(Excerpts from a dataset)
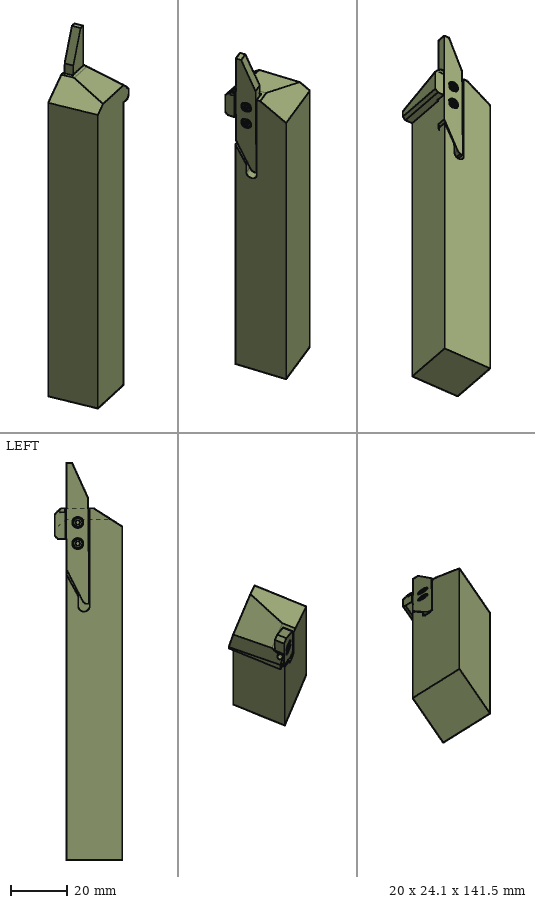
import cadquery as cq

SHANK_SIDE = 20.0
HEAD_Z = 125.3
HEAD_FLAT_X = 5.1
HEAD_FLAT_Y = -9.8
SIDE_SLOPE_DROP = 4.0
FRONT_SLOPE_DROP = 6.5

BOSS_DEPTH = 4.1
BOSS_BOTTOM_Z = 114.3
BOSS_BOTTOM_CHAMFER = 1.1
BOSS_MIDDLE_DROP = 1.5
BOSS_BACK_DROP = 3.5
BOSS_CLEARANCE = 0.4
DRILLING_X = 1.1
DRILLING_Y = 1.5
DRILLING_RADIUS = 1.0
DRILLING_DEPTH = 1.4
DRILLING_TIP_LENGTH = 0.5

BLADE_TOP_Z = 141.5
BLADE_RECESS = 0.3
POCKET_DEPTH = 3.8
BLADE_TIP_WIDTH = 2.1
BLADE_SHOULDER_WIDTH = 7.8
BLADE_SHOULDER_Z = 129.0
BLADE_FOOT_WIDTH = 8.0
BLADE_FOOT_Z = 91.2
BLADE_FOOT_FLAT = 1.0
BLADE_TAIL_WIDTH = 5.8
BLADE_TAIL_Z = 92.4
BLADE_HEEL_Z = 103.7

POCKET_WIDTH = 8.3
POCKET_HEEL_Z = 101.9
RELIEF_WIDTH = 4.2
RELIEF_RADIUS = (POCKET_WIDTH - RELIEF_WIDTH) / 2
RELIEF_TOP_Z = 94.1
RELIEF_CENTRE_Z = 90.5

SCREW_Y = -4.1
SCREW_HEIGHTS = (112.8, 120.2)
SCREW_HOLE_RADIUS = 2.0
SCREW_HOLE_DEPTH = 0.5
SCREW_HEAD_RADIUS = 1.5
SCREW_HEAD_HEIGHT = 0.4
SOCKET_ACROSS_CORNERS = 1.7
SOCKET_DEPTH = 0.4


def side_plane(x):
    """Plane parallel to the left face, with local axes Y and Z and its normal along +X."""
    return cq.Workplane("YZ", origin=(x, 0, 0))


def make_shank():
    side_outline = [
        (0, 0),
        (0, HEAD_Z),
        (HEAD_FLAT_Y, HEAD_Z),
        (-SHANK_SIDE, HEAD_Z - FRONT_SLOPE_DROP),
        (-SHANK_SIDE, 0),
    ]
    front_outline = [
        (0, 0),
        (0, HEAD_Z),
        (HEAD_FLAT_X, HEAD_Z),
        (SHANK_SIDE, HEAD_Z - SIDE_SLOPE_DROP),
        (SHANK_SIDE, 0),
    ]
    side_prism = side_plane(0).polyline(side_outline).close().extrude(SHANK_SIDE)
    front_prism = cq.Workplane("XZ").polyline(front_outline).close().extrude(SHANK_SIDE)
    return side_prism.intersect(front_prism)


def boss_profile(workplane, ridge_z):
    """Section of the boss: its top is a shallow arc that falls away from the head."""
    return (
        workplane.moveTo(0, BOSS_BOTTOM_Z)
        .lineTo(0, ridge_z)
        .threePointArc((BOSS_DEPTH / 2, ridge_z - BOSS_MIDDLE_DROP), (BOSS_DEPTH, ridge_z - BOSS_BACK_DROP))
        .lineTo(BOSS_DEPTH, BOSS_BOTTOM_Z + BOSS_BOTTOM_CHAMFER)
        .lineTo(BOSS_DEPTH - BOSS_BOTTOM_CHAMFER, BOSS_BOTTOM_Z)
        .close()
    )


def make_boss():
    """The top follows the sloping part of the head and is cut off level with the flat part."""
    drop_per_length = SIDE_SLOPE_DROP / (SHANK_SIDE - HEAD_FLAT_X)
    left_end = boss_profile(side_plane(0), HEAD_Z + HEAD_FLAT_X * drop_per_length)
    right_end = boss_profile(left_end.workplane(offset=SHANK_SIDE), HEAD_Z - SIDE_SLOPE_DROP)
    below_head_top = cq.Workplane("XY").box(SHANK_SIDE, BOSS_DEPTH, HEAD_Z, centered=False)
    return right_end.loft(ruled=True).intersect(below_head_top)


def make_blade_clearance():
    """Notch that keeps the boss clear of the back of the blade."""
    return cq.Workplane("XY").box(POCKET_DEPTH, BOSS_CLEARANCE, HEAD_Z, centered=False)


def make_drilling():
    """Short drilled hole with a conical tip, in the top of the boss."""
    downward = cq.Vector(0, 0, -1)
    mouth = cq.Vector(DRILLING_X, DRILLING_Y, HEAD_Z)
    bore = cq.Solid.makeCylinder(DRILLING_RADIUS, DRILLING_DEPTH, mouth, downward)
    bore_end = mouth + downward * DRILLING_DEPTH
    tip = cq.Solid.makeCone(DRILLING_RADIUS, 0, DRILLING_TIP_LENGTH, bore_end, downward)
    return cq.Workplane(bore).union(cq.Workplane(tip))


def make_pocket():
    """Pocket for the blade, open at the top and at the back, with a round relief at its foot."""
    return (
        side_plane(0)
        .moveTo(0, HEAD_Z)
        .lineTo(-POCKET_WIDTH, HEAD_Z)
        .lineTo(-POCKET_WIDTH, RELIEF_CENTRE_Z)
        .threePointArc(
            (RELIEF_RADIUS - POCKET_WIDTH, RELIEF_CENTRE_Z - RELIEF_RADIUS),
            (-RELIEF_WIDTH, RELIEF_CENTRE_Z),
        )
        .lineTo(-RELIEF_WIDTH, RELIEF_TOP_Z)
        .lineTo(0, POCKET_HEEL_Z)
        .close()
        .extrude(POCKET_DEPTH)
    )


def make_blade():
    """Pointed blade: its sloping tail rolls into a level foot."""
    return (
        side_plane(BLADE_RECESS)
        .moveTo(0, BLADE_TOP_Z)
        .lineTo(0, BLADE_HEEL_Z)
        .lineTo(-BLADE_TAIL_WIDTH, BLADE_TAIL_Z)
        .tangentArcPoint((BLADE_FOOT_FLAT - BLADE_FOOT_WIDTH, BLADE_FOOT_Z), relative=False)
        .lineTo(-BLADE_FOOT_WIDTH, BLADE_FOOT_Z)
        .lineTo(-BLADE_SHOULDER_WIDTH, BLADE_SHOULDER_Z)
        .lineTo(-BLADE_TIP_WIDTH, BLADE_TOP_Z)
        .close()
        .extrude(POCKET_DEPTH - BLADE_RECESS)
    )


def add_screws(part):
    """Each screw head stands in a round counterbore and has a hexagon socket."""
    positions = [(SCREW_Y, height) for height in SCREW_HEIGHTS]
    bore_floor = BLADE_RECESS + SCREW_HOLE_DEPTH
    head_face = bore_floor - SCREW_HEAD_HEIGHT
    counterbores = side_plane(BLADE_RECESS).pushPoints(positions).circle(SCREW_HOLE_RADIUS)
    heads = side_plane(head_face).pushPoints(positions).circle(SCREW_HEAD_RADIUS)
    sockets = side_plane(head_face).pushPoints(positions).polygon(6, SOCKET_ACROSS_CORNERS)
    return (
        part.cut(counterbores.extrude(SCREW_HOLE_DEPTH))
        .union(heads.extrude(SCREW_HEAD_HEIGHT))
        .cut(sockets.extrude(SOCKET_DEPTH))
    )


holder = make_shank().union(make_boss())
holder = holder.cut(make_blade_clearance()).cut(make_drilling()).cut(make_pocket())
result = add_screws(holder.union(make_blade()))

(Activity)
Without the pictures, return the records above exactly as given.

(Response to this exercise)
import cadquery as cq

SHANK_SIDE = 20.0
HEAD_Z = 125.3
HEAD_FLAT_X = 5.1
HEAD_FLAT_Y = -9.8
SIDE_SLOPE_DROP = 4.0
FRONT_SLOPE_DROP = 6.5

BOSS_DEPTH = 4.1
BOSS_BOTTOM_Z = 114.3
BOSS_BOTTOM_CHAMFER = 1.1
BOSS_MIDDLE_DROP = 1.5
BOSS_BACK_DROP = 3.5
BOSS_CLEARANCE = 0.4
DRILLING_X = 1.1
DRILLING_Y = 1.5
DRILLING_RADIUS = 1.0
DRILLING_DEPTH = 1.4
DRILLING_TIP_LENGTH = 0.5

BLADE_TOP_Z = 141.5
BLADE_RECESS = 0.3
POCKET_DEPTH = 3.8
BLADE_TIP_WIDTH = 2.1
BLADE_SHOULDER_WIDTH = 7.8
BLADE_SHOULDER_Z = 129.0
BLADE_FOOT_WIDTH = 8.0
BLADE_FOOT_Z = 91.2
BLADE_FOOT_FLAT = 1.0
BLADE_TAIL_WIDTH = 5.8
BLADE_TAIL_Z = 92.4
BLADE_HEEL_Z = 103.7

POCKET_WIDTH = 8.3
POCKET_HEEL_Z = 101.9
RELIEF_WIDTH = 4.2
RELIEF_RADIUS = (POCKET_WIDTH - RELIEF_WIDTH) / 2
RELIEF_TOP_Z = 94.1
RELIEF_CENTRE_Z = 90.5

SCREW_Y = -4.1
SCREW_HEIGHTS = (112.8, 120.2)
SCREW_HOLE_RADIUS = 2.0
SCREW_HOLE_DEPTH = 0.5
SCREW_HEAD_RADIUS = 1.5
SCREW_HEAD_HEIGHT = 0.4
SOCKET_ACROSS_CORNERS = 1.7
SOCKET_DEPTH = 0.4


def side_plane(x):
    """Plane parallel to the left face, with local axes Y and Z and its normal along +X."""
    return cq.Workplane("YZ", origin=(x, 0, 0))


def make_shank():
    side_outline = [
        (0, 0),
        (0, HEAD_Z),
        (HEAD_FLAT_Y, HEAD_Z),
        (-SHANK_SIDE, HEAD_Z - FRONT_SLOPE_DROP),
        (-SHANK_SIDE, 0),
    ]
    front_outline = [
        (0, 0),
        (0, HEAD_Z),
        (HEAD_FLAT_X, HEAD_Z),
        (SHANK_SIDE, HEAD_Z - SIDE_SLOPE_DROP),
        (SHANK_SIDE, 0),
    ]
    side_prism = side_plane(0).polyline(side_outline).close().extrude(SHANK_SIDE)
    front_prism = cq.Workplane("XZ").polyline(front_outline).close().extrude(SHANK_SIDE)
    return side_prism.intersect(front_prism)


def boss_profile(workplane, ridge_z):
    """Section of the boss: its top is a shallow arc that falls away from the head."""
    return (
        workplane.moveTo(0, BOSS_BOTTOM_Z)
        .lineTo(0, ridge_z)
        .threePointArc((BOSS_DEPTH / 2, ridge_z - BOSS_MIDDLE_DROP), (BOSS_DEPTH, ridge_z - BOSS_BACK_DROP))
        .lineTo(BOSS_DEPTH, BOSS_BOTTOM_Z + BOSS_BOTTOM_CHAMFER)
        .lineTo(BOSS_DEPTH - BOSS_BOTTOM_CHAMFER, BOSS_BOTTOM_Z)
        .close()
    )


def make_boss():
    """The top follows the sloping part of the head and is cut off level with the flat part."""
    drop_per_length = SIDE_SLOPE_DROP / (SHANK_SIDE - HEAD_FLAT_X)
    left_end = boss_profile(side_plane(0), HEAD_Z + HEAD_FLAT_X * drop_per_length)
    right_end = boss_profile(left_end.workplane(offset=SHANK_SIDE), HEAD_Z - SIDE_SLOPE_DROP)
    below_head_top = cq.Workplane("XY").box(SHANK_SIDE, BOSS_DEPTH, HEAD_Z, centered=False)
    return right_end.loft(ruled=True).intersect(below_head_top)


def make_blade_clearance():
    """Notch that keeps the boss clear of the back of the blade."""
    return cq.Workplane("XY").box(POCKET_DEPTH, BOSS_CLEARANCE, HEAD_Z, centered=False)


def make_drilling():
    """Short drilled hole with a conical tip, in the top of the boss."""
    downward = cq.Vector(0, 0, -1)
    mouth = cq.Vector(DRILLING_X, DRILLING_Y, HEAD_Z)
    bore = cq.Solid.makeCylinder(DRILLING_RADIUS, DRILLING_DEPTH, mouth, downward)
    bore_end = mouth + downward * DRILLING_DEPTH
    tip = cq.Solid.makeCone(DRILLING_RADIUS, 0, DRILLING_TIP_LENGTH, bore_end, downward)
    return cq.Workplane(bore).union(cq.Workplane(tip))


def make_pocket():
    """Pocket for the blade, open at the top and at the back, with a round relief at its foot."""
    return (
        side_plane(0)
        .moveTo(0, HEAD_Z)
        .lineTo(-POCKET_WIDTH, HEAD_Z)
        .lineTo(-POCKET_WIDTH, RELIEF_CENTRE_Z)
        .threePointArc(
            (RELIEF_RADIUS - POCKET_WIDTH, RELIEF_CENTRE_Z - RELIEF_RADIUS),
            (-RELIEF_WIDTH, RELIEF_CENTRE_Z),
        )
        .lineTo(-RELIEF_WIDTH, RELIEF_TOP_Z)
        .lineTo(0, POCKET_HEEL_Z)
        .close()
        .extrude(POCKET_DEPTH)
    )


def make_blade():
    """Pointed blade: its sloping tail rolls into a level foot."""
    return (
        side_plane(BLADE_RECESS)
        .moveTo(0, BLADE_TOP_Z)
        .lineTo(0, BLADE_HEEL_Z)
        .lineTo(-BLADE_TAIL_WIDTH, BLADE_TAIL_Z)
        .tangentArcPoint((BLADE_FOOT_FLAT - BLADE_FOOT_WIDTH, BLADE_FOOT_Z), relative=False)
        .lineTo(-BLADE_FOOT_WIDTH, BLADE_FOOT_Z)
        .lineTo(-BLADE_SHOULDER_WIDTH, BLADE_SHOULDER_Z)
        .lineTo(-BLADE_TIP_WIDTH, BLADE_TOP_Z)
        .close()
        .extrude(POCKET_DEPTH - BLADE_RECESS)
    )


def add_screws(part):
    """Each screw head stands in a round counterbore and has a hexagon socket."""
    positions = [(SCREW_Y, height) for height in SCREW_HEIGHTS]
    bore_floor = BLADE_RECESS + SCREW_HOLE_DEPTH
    head_face = bore_floor - SCREW_HEAD_HEIGHT
    counterbores = side_plane(BLADE_RECESS).pushPoints(positions).circle(SCREW_HOLE_RADIUS)
    heads = side_plane(head_face).pushPoints(positions).circle(SCREW_HEAD_RADIUS)
    sockets = side_plane(head_face).pushPoints(positions).polygon(6, SOCKET_ACROSS_CORNERS)
    return (
        part.cut(counterbores.extrude(SCREW_HOLE_DEPTH))
        .union(heads.extrude(SCREW_HEAD_HEIGHT))
        .cut(sockets.extrude(SOCKET_DEPTH))
    )


holder = make_shank().union(make_boss())
holder = holder.cut(make_blade_clearance()).cut(make_drilling()).cut(make_pocket())
result = add_screws(holder.union(make_blade()))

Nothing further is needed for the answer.